Abstract 1738: The I( f )-inhibitor Ivabradine Exerts Vascular Anti-oxidative And Anti-inflammatory Effects Selectively Mediated By Reduction Of Heart Rate

Abstract

Objective: In epidemiological studies, elevated resting heart rate (HR) is associated with increased cardiovascular morbidity. We therefore characterized the effects of selective heart rate reduction by inhibition of the I (f) -current by ivabradine (IVA) in mice. Methods and Results: Male ApoE −/− mice fed a high-cholesterol diet were treated with IVA (10 mg/kg/d) or vehicle for 6 weeks (n = 10 per group). IVA reduced HR by 13.4% (472 ± 9 vs 545 ± 11 bpm, p < 0.01) but did not alter blood pressure or lipid levels. Endothelium dependent relaxation of aortic rings was significantly improved in IVA fed animals ( p < 0.01). IVA decreased atherosclerotic plaque size in the aortic root by > 40% and in the ascending aorta by > 70%, p < 0.05. HR reduction had no effect on the number of endothelial progenitor cells in the blood and the bone marrow and did not alter aortic eNOS, p-Akt, VCAM-1 or ICAM-1 expression, but decreased MCP-1 mRNA to 26 ± 7% (p < 0.05). IVA reduced vascular NADPH oxidase activity to 48 ± 6% and decreased L-012 chemiluminescence to 24 ± 9% (both p < 0.05). Lipidperoxidation was reduced to 65 ± 8% in the vasculature of the IVA group compared to vehicle treatment (p < 0.05). DHE fluorescence microscopy in aortic sections detected reduction of ROS release to 62 ± 4% in IVA treated mice (p < 0.01). The in vivo effects of IVA were absent at a dose that did not lower HR and were absent in aortic rings treated ex vivo . Protein expression of p-Akt, eNOS and p-eNOS was not altered in cultured endothelial cells (EC) by increasing doses of Iva.

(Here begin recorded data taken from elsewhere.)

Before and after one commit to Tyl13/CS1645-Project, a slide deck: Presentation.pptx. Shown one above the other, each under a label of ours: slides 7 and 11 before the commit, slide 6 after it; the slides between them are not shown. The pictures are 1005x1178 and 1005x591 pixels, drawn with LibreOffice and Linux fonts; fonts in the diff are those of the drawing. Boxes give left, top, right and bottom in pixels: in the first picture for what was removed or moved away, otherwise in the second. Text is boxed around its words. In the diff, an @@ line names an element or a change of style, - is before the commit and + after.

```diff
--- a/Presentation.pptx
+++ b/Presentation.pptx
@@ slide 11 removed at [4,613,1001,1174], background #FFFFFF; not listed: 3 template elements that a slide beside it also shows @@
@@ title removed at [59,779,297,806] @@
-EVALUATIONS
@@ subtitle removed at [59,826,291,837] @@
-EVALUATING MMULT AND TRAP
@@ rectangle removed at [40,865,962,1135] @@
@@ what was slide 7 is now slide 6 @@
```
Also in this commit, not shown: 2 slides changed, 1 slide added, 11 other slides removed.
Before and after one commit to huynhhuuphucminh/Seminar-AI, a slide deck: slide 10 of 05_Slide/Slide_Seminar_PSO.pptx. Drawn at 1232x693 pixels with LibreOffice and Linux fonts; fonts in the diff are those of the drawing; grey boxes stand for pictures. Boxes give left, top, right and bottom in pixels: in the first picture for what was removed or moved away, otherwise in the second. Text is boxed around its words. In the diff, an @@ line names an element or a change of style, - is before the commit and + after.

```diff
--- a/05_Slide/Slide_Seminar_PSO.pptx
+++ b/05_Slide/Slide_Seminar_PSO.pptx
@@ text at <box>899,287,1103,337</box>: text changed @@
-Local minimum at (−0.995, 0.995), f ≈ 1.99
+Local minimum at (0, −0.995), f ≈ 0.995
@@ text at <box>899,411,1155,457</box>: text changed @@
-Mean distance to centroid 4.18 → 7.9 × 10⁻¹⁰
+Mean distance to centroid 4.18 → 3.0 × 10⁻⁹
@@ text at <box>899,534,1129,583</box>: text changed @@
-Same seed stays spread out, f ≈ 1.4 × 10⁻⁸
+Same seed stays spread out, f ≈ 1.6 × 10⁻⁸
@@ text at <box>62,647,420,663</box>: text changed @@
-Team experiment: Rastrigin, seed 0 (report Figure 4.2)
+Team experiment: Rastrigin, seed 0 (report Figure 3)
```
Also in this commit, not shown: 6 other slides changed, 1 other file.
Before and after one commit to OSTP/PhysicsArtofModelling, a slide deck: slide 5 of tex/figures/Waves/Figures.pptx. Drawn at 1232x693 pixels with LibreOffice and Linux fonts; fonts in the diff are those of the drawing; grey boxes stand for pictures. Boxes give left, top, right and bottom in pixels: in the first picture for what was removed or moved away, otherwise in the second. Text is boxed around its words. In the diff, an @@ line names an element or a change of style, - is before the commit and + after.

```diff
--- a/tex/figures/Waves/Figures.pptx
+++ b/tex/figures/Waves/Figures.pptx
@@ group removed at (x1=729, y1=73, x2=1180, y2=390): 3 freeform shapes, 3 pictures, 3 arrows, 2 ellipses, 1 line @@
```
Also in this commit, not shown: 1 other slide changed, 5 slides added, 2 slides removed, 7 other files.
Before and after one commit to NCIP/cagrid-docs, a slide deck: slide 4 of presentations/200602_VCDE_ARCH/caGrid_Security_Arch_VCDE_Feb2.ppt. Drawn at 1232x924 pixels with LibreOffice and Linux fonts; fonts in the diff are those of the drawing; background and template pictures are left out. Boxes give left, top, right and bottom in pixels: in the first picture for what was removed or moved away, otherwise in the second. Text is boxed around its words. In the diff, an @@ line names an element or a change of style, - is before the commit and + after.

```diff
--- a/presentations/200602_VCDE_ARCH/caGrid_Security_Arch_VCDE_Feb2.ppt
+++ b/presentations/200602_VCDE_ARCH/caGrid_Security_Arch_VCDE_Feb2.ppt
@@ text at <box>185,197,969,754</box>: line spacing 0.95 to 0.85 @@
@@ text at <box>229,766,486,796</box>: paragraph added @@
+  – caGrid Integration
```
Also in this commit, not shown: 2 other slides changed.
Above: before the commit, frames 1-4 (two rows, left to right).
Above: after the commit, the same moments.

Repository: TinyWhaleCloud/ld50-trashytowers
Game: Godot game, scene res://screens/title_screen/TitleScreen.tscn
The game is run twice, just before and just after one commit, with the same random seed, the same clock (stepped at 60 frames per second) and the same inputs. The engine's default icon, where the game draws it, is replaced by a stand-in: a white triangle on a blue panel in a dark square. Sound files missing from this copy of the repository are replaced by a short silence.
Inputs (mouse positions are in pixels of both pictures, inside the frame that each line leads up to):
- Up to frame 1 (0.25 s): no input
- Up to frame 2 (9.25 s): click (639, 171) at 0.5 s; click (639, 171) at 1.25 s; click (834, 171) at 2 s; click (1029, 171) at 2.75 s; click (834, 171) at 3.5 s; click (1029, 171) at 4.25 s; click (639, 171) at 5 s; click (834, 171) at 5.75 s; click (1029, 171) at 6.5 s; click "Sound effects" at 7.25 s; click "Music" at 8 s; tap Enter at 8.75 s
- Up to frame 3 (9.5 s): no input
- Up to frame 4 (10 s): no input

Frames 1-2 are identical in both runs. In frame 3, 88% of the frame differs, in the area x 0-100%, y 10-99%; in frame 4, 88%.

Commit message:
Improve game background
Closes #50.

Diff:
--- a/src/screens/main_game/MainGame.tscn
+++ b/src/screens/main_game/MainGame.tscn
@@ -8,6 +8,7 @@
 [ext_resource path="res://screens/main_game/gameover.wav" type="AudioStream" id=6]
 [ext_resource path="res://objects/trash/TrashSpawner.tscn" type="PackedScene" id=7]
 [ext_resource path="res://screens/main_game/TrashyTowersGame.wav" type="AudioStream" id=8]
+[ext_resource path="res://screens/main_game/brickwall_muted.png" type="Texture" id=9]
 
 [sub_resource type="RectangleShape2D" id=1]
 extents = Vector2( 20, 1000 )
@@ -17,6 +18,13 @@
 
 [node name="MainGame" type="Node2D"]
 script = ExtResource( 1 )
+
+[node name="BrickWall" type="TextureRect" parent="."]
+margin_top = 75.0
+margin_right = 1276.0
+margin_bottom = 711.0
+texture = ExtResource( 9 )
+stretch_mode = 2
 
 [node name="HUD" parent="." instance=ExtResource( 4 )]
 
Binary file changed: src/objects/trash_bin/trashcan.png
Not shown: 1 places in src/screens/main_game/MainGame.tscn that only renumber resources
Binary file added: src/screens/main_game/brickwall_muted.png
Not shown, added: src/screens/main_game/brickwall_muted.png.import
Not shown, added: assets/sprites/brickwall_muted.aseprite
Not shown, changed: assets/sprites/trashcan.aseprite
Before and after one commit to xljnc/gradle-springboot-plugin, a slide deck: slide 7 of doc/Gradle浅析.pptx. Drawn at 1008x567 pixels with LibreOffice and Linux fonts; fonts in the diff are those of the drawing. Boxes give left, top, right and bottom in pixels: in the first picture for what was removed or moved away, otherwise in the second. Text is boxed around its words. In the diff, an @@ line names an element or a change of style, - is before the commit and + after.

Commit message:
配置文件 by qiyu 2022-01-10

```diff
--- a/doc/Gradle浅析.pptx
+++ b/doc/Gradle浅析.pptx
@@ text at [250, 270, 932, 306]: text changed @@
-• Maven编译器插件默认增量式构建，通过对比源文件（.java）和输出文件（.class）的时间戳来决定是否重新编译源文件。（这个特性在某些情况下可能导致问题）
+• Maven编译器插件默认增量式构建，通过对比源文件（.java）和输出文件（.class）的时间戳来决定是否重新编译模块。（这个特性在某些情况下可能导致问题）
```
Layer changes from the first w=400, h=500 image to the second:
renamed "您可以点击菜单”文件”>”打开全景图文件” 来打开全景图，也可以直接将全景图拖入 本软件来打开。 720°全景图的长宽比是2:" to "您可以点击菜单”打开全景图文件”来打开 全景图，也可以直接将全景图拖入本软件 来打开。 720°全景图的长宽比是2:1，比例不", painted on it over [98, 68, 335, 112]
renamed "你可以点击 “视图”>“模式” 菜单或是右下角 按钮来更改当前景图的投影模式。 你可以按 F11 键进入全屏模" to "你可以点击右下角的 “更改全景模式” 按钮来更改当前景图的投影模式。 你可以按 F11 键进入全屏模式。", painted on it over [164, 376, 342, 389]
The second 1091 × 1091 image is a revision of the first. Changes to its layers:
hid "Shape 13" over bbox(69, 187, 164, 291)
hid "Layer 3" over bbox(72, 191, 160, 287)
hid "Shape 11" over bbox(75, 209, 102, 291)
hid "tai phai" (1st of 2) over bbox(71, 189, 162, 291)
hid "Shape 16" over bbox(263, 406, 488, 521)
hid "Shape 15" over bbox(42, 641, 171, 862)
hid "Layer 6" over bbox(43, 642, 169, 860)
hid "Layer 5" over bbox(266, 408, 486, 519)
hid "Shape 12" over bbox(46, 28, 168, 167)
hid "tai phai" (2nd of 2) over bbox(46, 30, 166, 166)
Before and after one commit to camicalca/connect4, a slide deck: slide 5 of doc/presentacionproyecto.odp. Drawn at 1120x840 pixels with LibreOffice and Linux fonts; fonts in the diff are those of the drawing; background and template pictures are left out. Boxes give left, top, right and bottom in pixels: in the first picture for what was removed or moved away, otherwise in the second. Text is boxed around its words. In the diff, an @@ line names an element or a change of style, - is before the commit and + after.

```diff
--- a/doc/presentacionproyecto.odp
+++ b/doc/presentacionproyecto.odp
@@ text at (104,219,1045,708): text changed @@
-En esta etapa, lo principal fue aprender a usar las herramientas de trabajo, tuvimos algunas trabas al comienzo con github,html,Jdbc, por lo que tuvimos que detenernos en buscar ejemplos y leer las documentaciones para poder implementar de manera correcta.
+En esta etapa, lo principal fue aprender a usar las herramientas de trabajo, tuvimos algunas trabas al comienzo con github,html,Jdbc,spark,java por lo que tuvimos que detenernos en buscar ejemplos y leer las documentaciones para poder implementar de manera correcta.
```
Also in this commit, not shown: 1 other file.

Similarly, NADPH oxidase activity in EC was not changed as well as the Ang II induced free radical release in vascular smooth muscle cells (DCF-fluorescence). Conclusions: Selective HR reduction improves endothelial function and reduces atherosclerotic plaque formation in ApoE −/− mice. Those effects are in part mediated by decreased markers of oxidative stress and downregulation of MCP-1. The control experiments show that a direct effect of IVA on vascular cells is unlikely and support the reduction of heart rate as the primary mechanism of action.